Bone structure is well preserved, especially in the limestone horizons. Adult and juvenile ichthyosaurs are famous from this deposit, in some spectacular cases the young are preserved in the belly region (up to 13 in total). These would have been given birth to when they reached 50-85 cm long; indeed one specimen shows a female in the process of giving birth, probably an unsuccessful labour. The unusual frequency of pregnant females may indicate that this was an ichthyosaur spawning ground. Ichthyosaurs fed on cephalopods, fish and occasionally the young of smaller ichthyosaur species as evidenced by stomach contents. The Posidonia Shale has also been important in increasing our knowledge of the soft biology of ichthyosaurs. Soft tissue preservation indicates that they possessed dorsal fins, fleshy pectoral fins and broad fish-like tails. Interestingly some of the outlines remain perfect despite disarticulation of the skeletal elements.
Crocodilia: Steneosaurus, Pelagosaurus, Platysuchus, Mystriosaurus
In some crocodile specimens even the cartilaginous rings of the trachea are visible! Only the adult crocodiles swam into the open sea, presumably frequenting the coast. The juveniles however lived on the coast or in rivers and are rare. Pebbles of several centimetres diameter have been found and interpreted as stomach stones swallowed by the crocodiles whilst they were on the coast.
Plesiosaurs: Plesiosaurus, Hauffiosaurus ('Thaumatosaurus')
The plesiosaurs, along with the ichthyosaurs and crocodiles were the top predators, catching fish and cephalopods with their sharp teeth. The genus Hauffiosaurus is a short-necked plesiosaur known only from the Posidonia Shale.
Pterosauria and Dinosauria:Campylognathoides, Dorygnathus, Ohdenosaurus.
Pterosaurs are allochthonous in origin, and must have caught fish by swooping over the water surface. The dinosaur Ohmdenosaurus was washed into the basin from the mainland along with terrestrial plant material.

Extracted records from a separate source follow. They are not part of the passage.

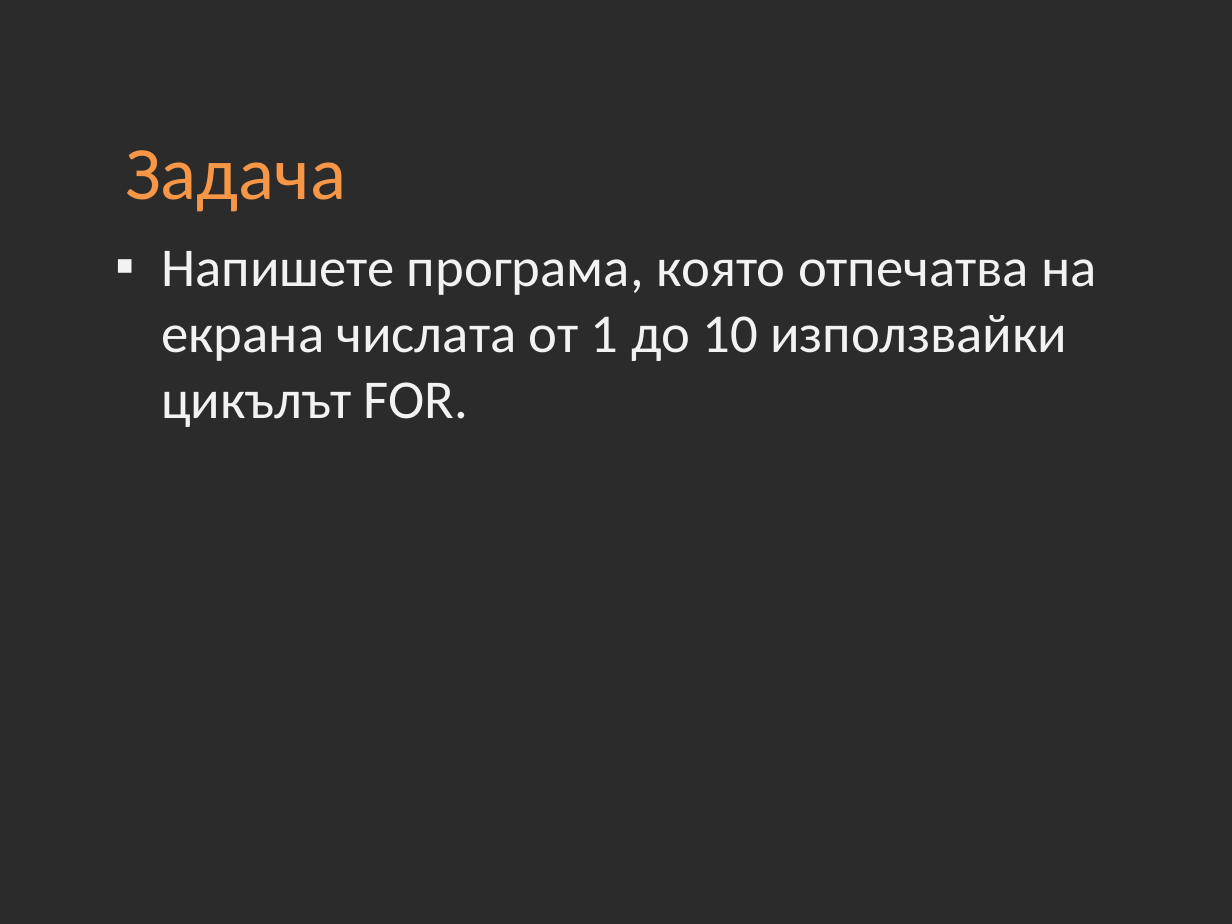
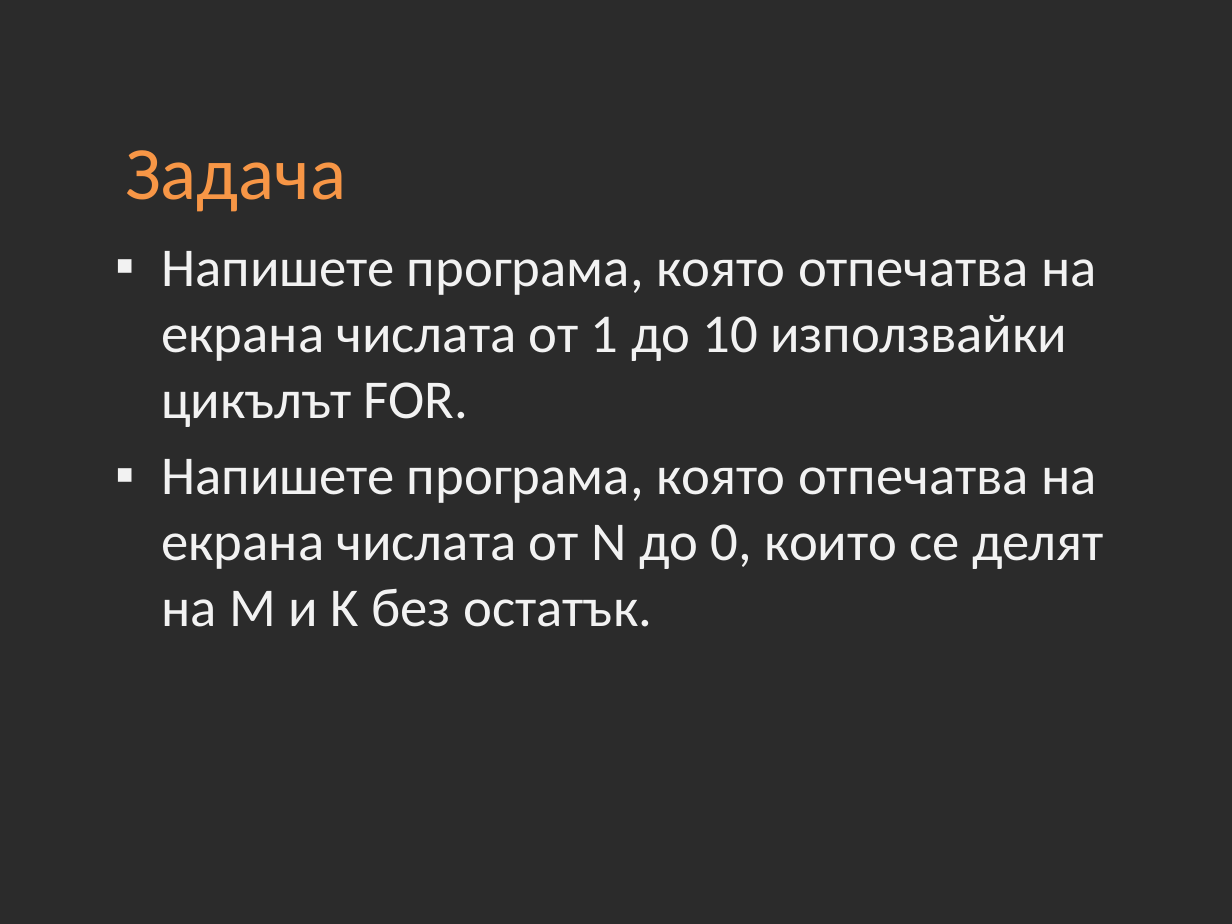
Before and after one commit to Academy-Soft-Intellect/Programming-Introduction-CSharp-Course, a slide deck: slide 15 of 04-Loops.pptx (slide 14 before the commit). Drawn at 1232x924 pixels with LibreOffice and Linux fonts; fonts in the diff are those of the drawing; background and template pictures are left out; a plain dark background stands for a picture behind light text. Boxes give left, top, right and bottom in pixels: in the first picture for what was removed or moved away, otherwise in the second. Text is boxed around its words. In the diff, an @@ line names an element or a change of style, - is before the commit and + after.

```diff
--- a/04-Loops.pptx
+++ b/04-Loops.pptx
@@ text at (161,459,1104,627): paragraph added @@
+▪ Напишете програма, която отпечатва на екрана числата от N до 0, които се делят на M и K без остатък.
```
Also in this commit, not shown: 1 other slide changed, 1 slide added, 10 other files.

Fishes: Hybodus, Acanthorhina, Myriacanthus, Lepidotes, Dapedium, Pthcholepis, Pachycormus, Caturus, Hypsocormus, Pholidophorus, Sauropsis, Tetragonolepis, Saurorhynchus, Leptolepis, Thrissops.
Fishes of all classes have been discovered in exquisite states of preservation. Hybodont sharks have two 'fin spines' that supported dorsal fins. Most of the fish would have lived in the oxygen-rich water column but a small number are considered allochthonous such as the holostean fish Lepidotes because they are typical of fresh water environments. The outer layer of this fish's scales consists of enamel-like material. Soft-body outlines are known from hybodont sharks, and other fishes in the posidonia shale.
Skeleton of a Plesiosaur, Plesiosaurus dolichodeirus. 2.4m long. Photo by A.S. Smith, taken in the Hauff Museum, Germany. Skeleton of a pliosaur, Hauffiosaurus (Wrongly labelled Thaumatosaurus). 2.5m long. Photo by A.S. Smith, taken in the Hauff Museum, Germany. The ganoid fish, Lepidotes. 54cm long. Photo by Marion Klahm, taken in the Werkforum, Germany. Used with permission.
Skull of the ichthyosaur Leptopterygius. 1. 12m long Photo by Marion Klahm, taken in the Werkforum, Germany. Used with permission.
Otozamites, Pterophyllum, Pachypteris, Pagiophyllum, Widdringtonites, Ginko.
Fossil trunks, similar to living araucarias were deposited after being transported by rivers from the land about 100 km to the south. The presence of an epifauna of crinoids and bivalves indicates that logs drifted at the surface for several months or even years. The only known autochthonous flora is the coccolithophorids, Schizospaerella and Noellithina. The water column would have been very rich in algae such as Nostocopsis.
Coprolites have been identified as ichthyosaur or crocodile, they contain bones and fish scales. Predation is indicated in the deposit too, one fish exhibits a line of shallow holes where it has been bitten by a crocodile. The aperture of many ammonites has a regular slit interpreted as the action of decapod crustaceans. Chondrites is a small dichotomising (branching) trace fossil, probably created by a worm, that occurs at some horizons where oxygen would have been sufficient for survival.